→ **EXERCISE GOAL**
Bring back every record exactly, except for the pictures, which stay out.

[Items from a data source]
┄┄┄┄┄┄┄┄┄┄┄┄┄┄┄┄┄┄┄┄

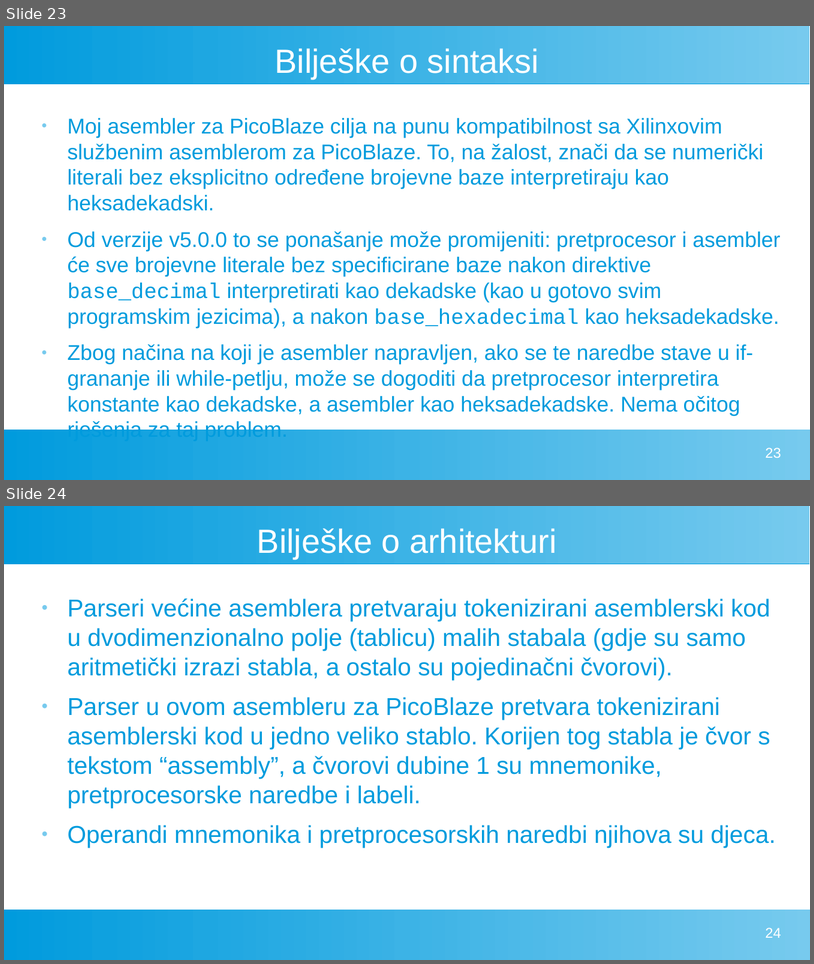
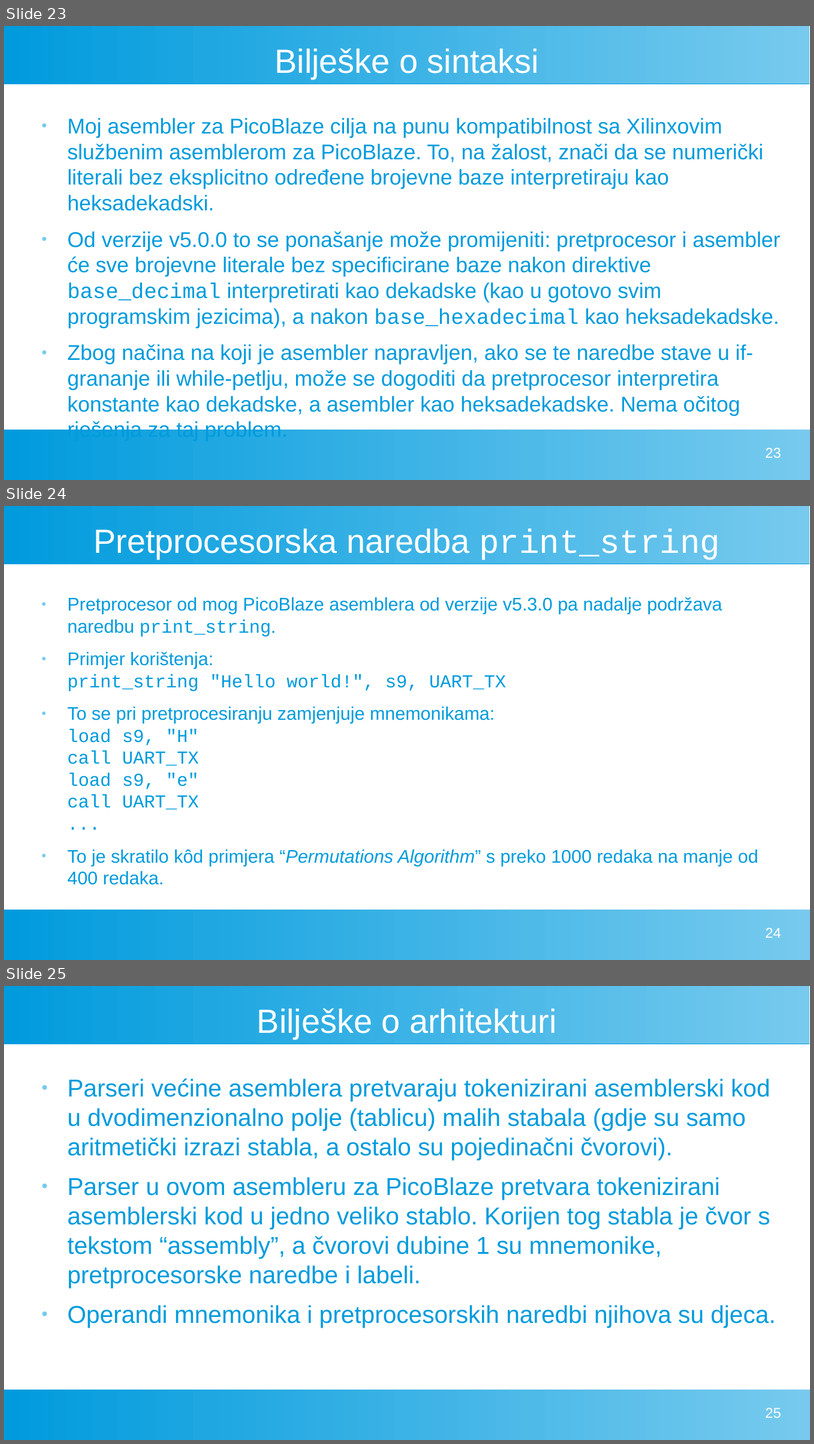
Before and after one commit to FlatAssembler/PicoBlaze_Simulator_in_JS, a slide deck: seminar/PicoBlaze.odp. Shown one above the other, each under a label of ours: slides 23 and 24 before the commit, slides 23, 24 and 25 after it. The pictures are 814x964 and 814x1444 pixels, drawn with LibreOffice and Linux fonts; fonts in the diff are those of the drawing. Boxes give left, top, right and bottom in pixels: in the first picture for what was removed or moved away, otherwise in the second. Text is boxed around its words. In the diff, an @@ line names an element or a change of style, - is before the commit and + after.

Commit message:
Documented the `print_string` pseudo-mnemonic

```diff
--- a/seminar/PicoBlaze.odp
+++ b/seminar/PicoBlaze.odp
@@ slide 24 added at (4,506,810,960), background #FFFFFF; not listed: 2 template elements that a slide beside it also shows @@
@@ title added at (93,528,720,560), 33 pt, text #FFFFFF @@
+Pretprocesorska naredba print_string
@@ text added at (68,597,759,885), 18 pt, text #009BDD @@
+● Pretprocesor od mog PicoBlaze asemblera od verzije v5.3.0 pa nadalje podržava naredbu print_string.
+● Primjer korištenja:
+  print_string "Hello world!", s9, UART_TX
+● To se pri pretprocesiranju zamjenjuje mnemonikama:
+  load s9, "H"
+  call UART_TX
+  load s9, "e"
+  call UART_TX
+  ...
+● To je skratilo kôd primjera “Permutations Algorithm” s preko 1000 redaka na manje od 400 redaka.
@@ page number added at (765,927,781,937), 14 pt, text #FFFFFF @@
+24
@@ what was slide 24 is now slide 25 @@
@@ page number at (765,1407,781,1417): text changed @@
-24
+25
```
Also in this commit, not shown: 1 slide changed, 1 other file.

┄┄┄┄┄┄┄┄┄┄┄┄┄┄┄┄┄┄┄┄

→ **EXERCISE RESULT**
Before and after one commit to FlatAssembler/PicoBlaze_Simulator_in_JS, a slide deck: seminar/PicoBlaze.odp. Shown one above the other, each under a label of ours: slides 23 and 24 before the commit, slides 23, 24 and 25 after it. The pictures are 814x964 and 814x1444 pixels, drawn with LibreOffice and Linux fonts; fonts in the diff are those of the drawing. Boxes give left, top, right and bottom in pixels: in the first picture for what was removed or moved away, otherwise in the second. Text is boxed around its words. In the diff, an @@ line names an element or a change of style, - is before the commit and + after.

Commit message:
Documented the `print_string` pseudo-mnemonic

```diff
--- a/seminar/PicoBlaze.odp
+++ b/seminar/PicoBlaze.odp
@@ slide 24 added at (4,506,810,960), background #FFFFFF; not listed: 2 template elements that a slide beside it also shows @@
@@ title added at (93,528,720,560), 33 pt, text #FFFFFF @@
+Pretprocesorska naredba print_string
@@ text added at (68,597,759,885), 18 pt, text #009BDD @@
+● Pretprocesor od mog PicoBlaze asemblera od verzije v5.3.0 pa nadalje podržava naredbu print_string.
+● Primjer korištenja:
+  print_string "Hello world!", s9, UART_TX
+● To se pri pretprocesiranju zamjenjuje mnemonikama:
+  load s9, "H"
+  call UART_TX
+  load s9, "e"
+  call UART_TX
+  ...
+● To je skratilo kôd primjera “Permutations Algorithm” s preko 1000 redaka na manje od 400 redaka.
@@ page number added at (765,927,781,937), 14 pt, text #FFFFFF @@
+24
@@ what was slide 24 is now slide 25 @@
@@ page number at (765,1407,781,1417): text changed @@
-24
+25
```
Also in this commit, not shown: 1 slide changed, 1 other file.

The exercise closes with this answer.